A new study conducted by Dr. Jonas F. Ludvigsson of the Karolinska Institute in Stockholm, Sweden, and published in JAMA Neurology, shows that people with Celiac Disease are 2.5 times more likely to receive a diagnosis of neuropathy later in life. According to the study, which was reported by Honor Whiteman in Medical News Today (http://www.medicalnewstoday.com/articles/293754.php), the connection between Celiac Disease and nerve damage was reported 50 years ago. Furthermore, untreated Celiac Disease can lead to higher risk of nerve-related conditions, including multiple sclerosis.
Celiac Disease, which affects about 1 percent of the U.S. population, "is a condition in which the immune system is abnormally sensitive to gluten, a protein found in wheat, rye, and barley," according to the National Institutes of Health website (http://ghr.nlm.nih.gov/condition/celiac-disease, which goes on to say that the disease is an autoimmune disorder in which the immune system malfunctions and attacks the body's own tissues and organs. The villi of the small intestine are damaged when a person consumes gluten. If a person with Celiac Disease does not maintain a "strict, lifelong gluten-free diet," the resulting immune system inflammation can lead to a variety of complications. While the disease can affect everyone differently, the condition can result in malnutrition, weight loss, diarrhea, vomiting and abdominal bloating in children and fatigue, bone or joint pain, arthritis and other non-digestive system complications in adults.

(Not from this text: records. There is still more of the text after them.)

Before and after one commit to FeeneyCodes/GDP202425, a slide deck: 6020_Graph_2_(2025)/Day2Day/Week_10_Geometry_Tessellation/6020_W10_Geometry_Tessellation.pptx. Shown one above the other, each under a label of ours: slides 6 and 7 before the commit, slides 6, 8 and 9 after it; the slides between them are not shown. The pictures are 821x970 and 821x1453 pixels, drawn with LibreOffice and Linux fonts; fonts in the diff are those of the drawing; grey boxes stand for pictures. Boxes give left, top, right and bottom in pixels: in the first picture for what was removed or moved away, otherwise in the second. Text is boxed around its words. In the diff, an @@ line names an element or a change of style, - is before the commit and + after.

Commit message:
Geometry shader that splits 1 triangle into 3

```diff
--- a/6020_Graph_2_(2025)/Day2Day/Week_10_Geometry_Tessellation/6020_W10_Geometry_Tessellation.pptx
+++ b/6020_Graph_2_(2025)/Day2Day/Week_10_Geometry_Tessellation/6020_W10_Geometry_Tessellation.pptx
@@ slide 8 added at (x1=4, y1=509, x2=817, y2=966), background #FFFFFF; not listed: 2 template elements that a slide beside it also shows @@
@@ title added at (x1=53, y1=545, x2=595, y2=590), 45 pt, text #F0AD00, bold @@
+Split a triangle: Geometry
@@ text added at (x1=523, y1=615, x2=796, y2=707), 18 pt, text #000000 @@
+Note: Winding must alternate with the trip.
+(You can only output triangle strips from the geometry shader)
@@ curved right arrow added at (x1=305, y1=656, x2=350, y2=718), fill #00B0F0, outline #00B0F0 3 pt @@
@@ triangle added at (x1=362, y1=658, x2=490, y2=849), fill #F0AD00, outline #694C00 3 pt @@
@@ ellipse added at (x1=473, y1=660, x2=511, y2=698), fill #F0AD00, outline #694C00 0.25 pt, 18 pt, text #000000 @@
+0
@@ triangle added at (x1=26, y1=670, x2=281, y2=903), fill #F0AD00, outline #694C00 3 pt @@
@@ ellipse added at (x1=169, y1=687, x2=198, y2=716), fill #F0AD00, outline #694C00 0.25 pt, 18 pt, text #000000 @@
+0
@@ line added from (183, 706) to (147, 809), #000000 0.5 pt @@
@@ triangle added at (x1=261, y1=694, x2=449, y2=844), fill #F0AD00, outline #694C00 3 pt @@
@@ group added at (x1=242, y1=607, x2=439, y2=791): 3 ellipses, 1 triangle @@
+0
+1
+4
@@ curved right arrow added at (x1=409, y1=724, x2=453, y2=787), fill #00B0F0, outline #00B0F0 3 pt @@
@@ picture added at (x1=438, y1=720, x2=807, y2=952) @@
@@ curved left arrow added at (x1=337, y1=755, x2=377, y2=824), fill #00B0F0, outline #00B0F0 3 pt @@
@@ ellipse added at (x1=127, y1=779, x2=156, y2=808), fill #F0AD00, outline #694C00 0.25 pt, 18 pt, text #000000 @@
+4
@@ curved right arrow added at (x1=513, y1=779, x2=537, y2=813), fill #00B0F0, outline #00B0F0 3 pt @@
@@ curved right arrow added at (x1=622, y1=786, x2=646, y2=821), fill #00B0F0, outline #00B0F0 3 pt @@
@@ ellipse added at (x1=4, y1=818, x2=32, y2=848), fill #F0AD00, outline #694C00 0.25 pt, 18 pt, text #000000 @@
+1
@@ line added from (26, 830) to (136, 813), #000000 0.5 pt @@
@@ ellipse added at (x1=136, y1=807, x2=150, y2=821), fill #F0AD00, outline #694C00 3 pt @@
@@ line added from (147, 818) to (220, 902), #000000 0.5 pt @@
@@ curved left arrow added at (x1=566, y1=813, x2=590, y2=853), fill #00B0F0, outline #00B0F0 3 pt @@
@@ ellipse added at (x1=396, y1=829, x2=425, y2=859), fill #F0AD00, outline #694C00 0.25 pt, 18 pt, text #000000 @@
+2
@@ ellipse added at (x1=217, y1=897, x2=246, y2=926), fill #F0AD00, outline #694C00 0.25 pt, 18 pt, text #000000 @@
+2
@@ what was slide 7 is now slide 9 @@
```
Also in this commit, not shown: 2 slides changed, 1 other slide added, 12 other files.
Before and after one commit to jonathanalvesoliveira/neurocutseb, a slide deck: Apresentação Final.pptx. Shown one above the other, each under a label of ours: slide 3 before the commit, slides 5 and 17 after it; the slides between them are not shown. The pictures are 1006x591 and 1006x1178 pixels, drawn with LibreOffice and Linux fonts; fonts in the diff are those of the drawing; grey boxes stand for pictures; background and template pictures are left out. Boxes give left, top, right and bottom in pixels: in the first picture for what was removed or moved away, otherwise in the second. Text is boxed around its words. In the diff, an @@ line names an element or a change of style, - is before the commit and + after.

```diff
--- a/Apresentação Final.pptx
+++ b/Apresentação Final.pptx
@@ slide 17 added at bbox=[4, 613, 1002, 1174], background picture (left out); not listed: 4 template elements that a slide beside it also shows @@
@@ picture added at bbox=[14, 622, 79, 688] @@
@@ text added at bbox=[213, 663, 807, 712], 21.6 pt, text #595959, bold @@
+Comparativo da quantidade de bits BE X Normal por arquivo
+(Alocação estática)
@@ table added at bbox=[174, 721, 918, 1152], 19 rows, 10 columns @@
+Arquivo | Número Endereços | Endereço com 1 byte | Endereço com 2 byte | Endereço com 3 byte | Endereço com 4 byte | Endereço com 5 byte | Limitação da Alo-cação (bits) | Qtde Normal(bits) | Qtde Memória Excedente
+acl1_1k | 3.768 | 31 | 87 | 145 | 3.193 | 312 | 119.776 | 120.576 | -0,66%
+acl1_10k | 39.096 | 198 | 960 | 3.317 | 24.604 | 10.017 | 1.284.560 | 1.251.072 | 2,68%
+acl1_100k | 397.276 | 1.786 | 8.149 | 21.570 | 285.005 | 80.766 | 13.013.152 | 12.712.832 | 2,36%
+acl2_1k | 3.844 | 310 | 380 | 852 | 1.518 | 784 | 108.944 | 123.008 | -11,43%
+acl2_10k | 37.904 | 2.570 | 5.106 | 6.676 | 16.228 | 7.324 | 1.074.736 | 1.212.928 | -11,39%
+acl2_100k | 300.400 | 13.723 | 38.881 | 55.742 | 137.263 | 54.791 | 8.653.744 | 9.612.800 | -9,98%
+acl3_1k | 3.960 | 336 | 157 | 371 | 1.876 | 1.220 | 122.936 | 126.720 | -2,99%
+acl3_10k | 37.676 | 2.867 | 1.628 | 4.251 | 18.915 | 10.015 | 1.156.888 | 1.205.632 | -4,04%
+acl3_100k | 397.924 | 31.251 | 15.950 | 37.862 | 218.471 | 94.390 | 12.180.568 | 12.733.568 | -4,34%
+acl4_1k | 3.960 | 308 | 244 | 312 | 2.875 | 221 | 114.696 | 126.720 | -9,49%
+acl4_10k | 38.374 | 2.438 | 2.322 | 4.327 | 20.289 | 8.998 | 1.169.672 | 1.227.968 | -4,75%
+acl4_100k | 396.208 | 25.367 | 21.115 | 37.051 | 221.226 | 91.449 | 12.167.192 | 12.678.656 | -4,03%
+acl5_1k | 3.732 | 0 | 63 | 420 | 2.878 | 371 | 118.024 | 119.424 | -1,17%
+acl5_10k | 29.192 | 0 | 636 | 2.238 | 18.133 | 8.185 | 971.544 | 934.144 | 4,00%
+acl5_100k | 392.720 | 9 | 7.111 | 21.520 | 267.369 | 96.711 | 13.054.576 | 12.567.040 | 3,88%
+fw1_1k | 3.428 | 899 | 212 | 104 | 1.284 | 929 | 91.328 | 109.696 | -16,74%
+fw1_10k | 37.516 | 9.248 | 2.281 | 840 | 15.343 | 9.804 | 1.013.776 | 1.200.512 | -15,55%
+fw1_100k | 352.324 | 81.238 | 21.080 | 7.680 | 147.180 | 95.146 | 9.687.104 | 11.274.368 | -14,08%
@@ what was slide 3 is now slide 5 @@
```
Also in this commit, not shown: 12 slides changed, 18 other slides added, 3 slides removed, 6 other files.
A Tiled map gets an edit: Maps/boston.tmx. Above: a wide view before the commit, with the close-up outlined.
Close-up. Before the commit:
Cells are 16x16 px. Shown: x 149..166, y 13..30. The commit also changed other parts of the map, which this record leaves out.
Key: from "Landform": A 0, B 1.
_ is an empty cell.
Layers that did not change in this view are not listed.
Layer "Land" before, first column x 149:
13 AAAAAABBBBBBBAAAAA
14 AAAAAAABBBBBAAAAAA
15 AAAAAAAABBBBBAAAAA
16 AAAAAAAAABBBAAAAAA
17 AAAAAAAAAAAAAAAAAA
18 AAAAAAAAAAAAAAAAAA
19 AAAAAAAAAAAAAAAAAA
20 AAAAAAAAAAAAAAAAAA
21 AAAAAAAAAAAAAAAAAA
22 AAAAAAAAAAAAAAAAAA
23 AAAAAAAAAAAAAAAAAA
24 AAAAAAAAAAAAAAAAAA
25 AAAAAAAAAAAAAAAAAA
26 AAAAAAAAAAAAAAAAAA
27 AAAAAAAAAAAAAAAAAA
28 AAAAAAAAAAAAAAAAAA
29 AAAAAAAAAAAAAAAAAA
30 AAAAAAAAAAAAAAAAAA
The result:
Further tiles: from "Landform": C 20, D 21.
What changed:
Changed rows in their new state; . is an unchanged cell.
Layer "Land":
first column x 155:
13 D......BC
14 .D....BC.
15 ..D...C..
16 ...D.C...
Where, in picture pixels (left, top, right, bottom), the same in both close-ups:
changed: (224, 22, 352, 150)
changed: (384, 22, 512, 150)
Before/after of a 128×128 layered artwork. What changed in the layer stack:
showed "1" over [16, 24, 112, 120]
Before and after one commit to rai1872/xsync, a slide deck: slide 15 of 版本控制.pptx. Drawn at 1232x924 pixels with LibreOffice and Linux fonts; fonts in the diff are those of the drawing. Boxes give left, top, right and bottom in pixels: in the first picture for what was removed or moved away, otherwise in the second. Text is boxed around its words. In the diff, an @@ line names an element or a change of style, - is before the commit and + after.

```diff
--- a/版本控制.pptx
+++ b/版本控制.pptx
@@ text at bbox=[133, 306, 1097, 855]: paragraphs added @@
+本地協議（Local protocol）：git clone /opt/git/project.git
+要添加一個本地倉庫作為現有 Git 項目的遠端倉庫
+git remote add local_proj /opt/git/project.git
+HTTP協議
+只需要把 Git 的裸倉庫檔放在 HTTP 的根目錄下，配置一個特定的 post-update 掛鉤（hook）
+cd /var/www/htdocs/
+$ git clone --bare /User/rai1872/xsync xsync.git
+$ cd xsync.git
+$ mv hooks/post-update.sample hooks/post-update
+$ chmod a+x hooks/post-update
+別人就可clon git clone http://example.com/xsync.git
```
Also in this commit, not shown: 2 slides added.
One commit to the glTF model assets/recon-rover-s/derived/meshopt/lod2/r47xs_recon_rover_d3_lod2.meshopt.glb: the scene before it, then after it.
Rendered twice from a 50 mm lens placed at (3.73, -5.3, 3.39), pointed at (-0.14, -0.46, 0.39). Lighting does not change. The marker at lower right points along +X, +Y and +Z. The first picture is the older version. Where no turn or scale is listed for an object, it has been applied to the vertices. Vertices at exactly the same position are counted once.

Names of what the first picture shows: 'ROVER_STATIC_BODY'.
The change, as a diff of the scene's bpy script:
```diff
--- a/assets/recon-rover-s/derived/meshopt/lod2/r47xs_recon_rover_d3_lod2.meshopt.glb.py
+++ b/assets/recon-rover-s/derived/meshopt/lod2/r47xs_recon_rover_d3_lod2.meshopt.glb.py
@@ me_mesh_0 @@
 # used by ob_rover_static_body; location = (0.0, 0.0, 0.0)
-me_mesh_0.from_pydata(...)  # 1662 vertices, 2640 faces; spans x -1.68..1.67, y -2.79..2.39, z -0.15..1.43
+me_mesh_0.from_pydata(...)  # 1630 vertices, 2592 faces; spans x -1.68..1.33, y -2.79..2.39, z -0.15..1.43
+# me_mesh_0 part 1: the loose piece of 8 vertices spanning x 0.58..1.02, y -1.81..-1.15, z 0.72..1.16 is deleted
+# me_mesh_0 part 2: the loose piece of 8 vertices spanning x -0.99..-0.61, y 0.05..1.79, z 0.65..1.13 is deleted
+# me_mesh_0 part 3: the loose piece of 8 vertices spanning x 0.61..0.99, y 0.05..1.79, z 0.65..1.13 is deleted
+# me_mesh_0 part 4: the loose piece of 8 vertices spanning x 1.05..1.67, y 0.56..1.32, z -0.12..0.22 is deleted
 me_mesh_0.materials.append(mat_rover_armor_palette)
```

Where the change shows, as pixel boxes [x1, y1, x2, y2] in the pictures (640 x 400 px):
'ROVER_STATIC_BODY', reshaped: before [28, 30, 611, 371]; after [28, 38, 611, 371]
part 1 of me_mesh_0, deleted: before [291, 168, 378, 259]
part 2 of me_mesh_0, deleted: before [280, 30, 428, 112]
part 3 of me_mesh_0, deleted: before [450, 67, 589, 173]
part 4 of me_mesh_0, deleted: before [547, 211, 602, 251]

The NIH website adds that a Celiac diagnosis typically is not made until more than a decade after symptoms begin, and many of the symptoms might make it look as if the person has another disease. Additionally, some people have what is described as "silent celiac disease, in which they have no symptoms of the disorder." Most often such people "have immune proteins in their blood (antibodies) that are common in celiac disease. They also have inflammatory damage to their small intestine that can be detected with a biopsy."
In the new study Dr. Ludvigsson and his colleagues attempted to figure out the absolute and relative risk of neuropathy among a nationwide population-based sample of patients with a confirmed diagnosis of Celiac Disease. Participants in the study included 28,232 individuals from Sweden whose Celiac Disease was confirmed using small-intestine biopsies, alongside 139,473 age- and sex-matched people in a control group. Based on the results of later diagnosis, the researchers figured that participants with Celiac Disease were approximately 2.5 times more likely to receive a later diagnosis of neuropathy than those without Celiac Disease. They calculated that the absolute risk of developing neuropathy was about 64 per 100,000 person-years among participants with Celiac Disease, while the absolute risk of neuropathy was estimated at 15 per 100,000 person-years among participants who did not have the disease.
Cautioning that patients with neuropathy should be screened for Celiac Disease, the researchers concluded, "We found an increased risk of neuropathy in patients with Celiac Disease that persists after Celiac Disease diagnosis. Although absolute risks for neuropathy are low, Celiac Disease is a potentially treatable condition with a young age of onset."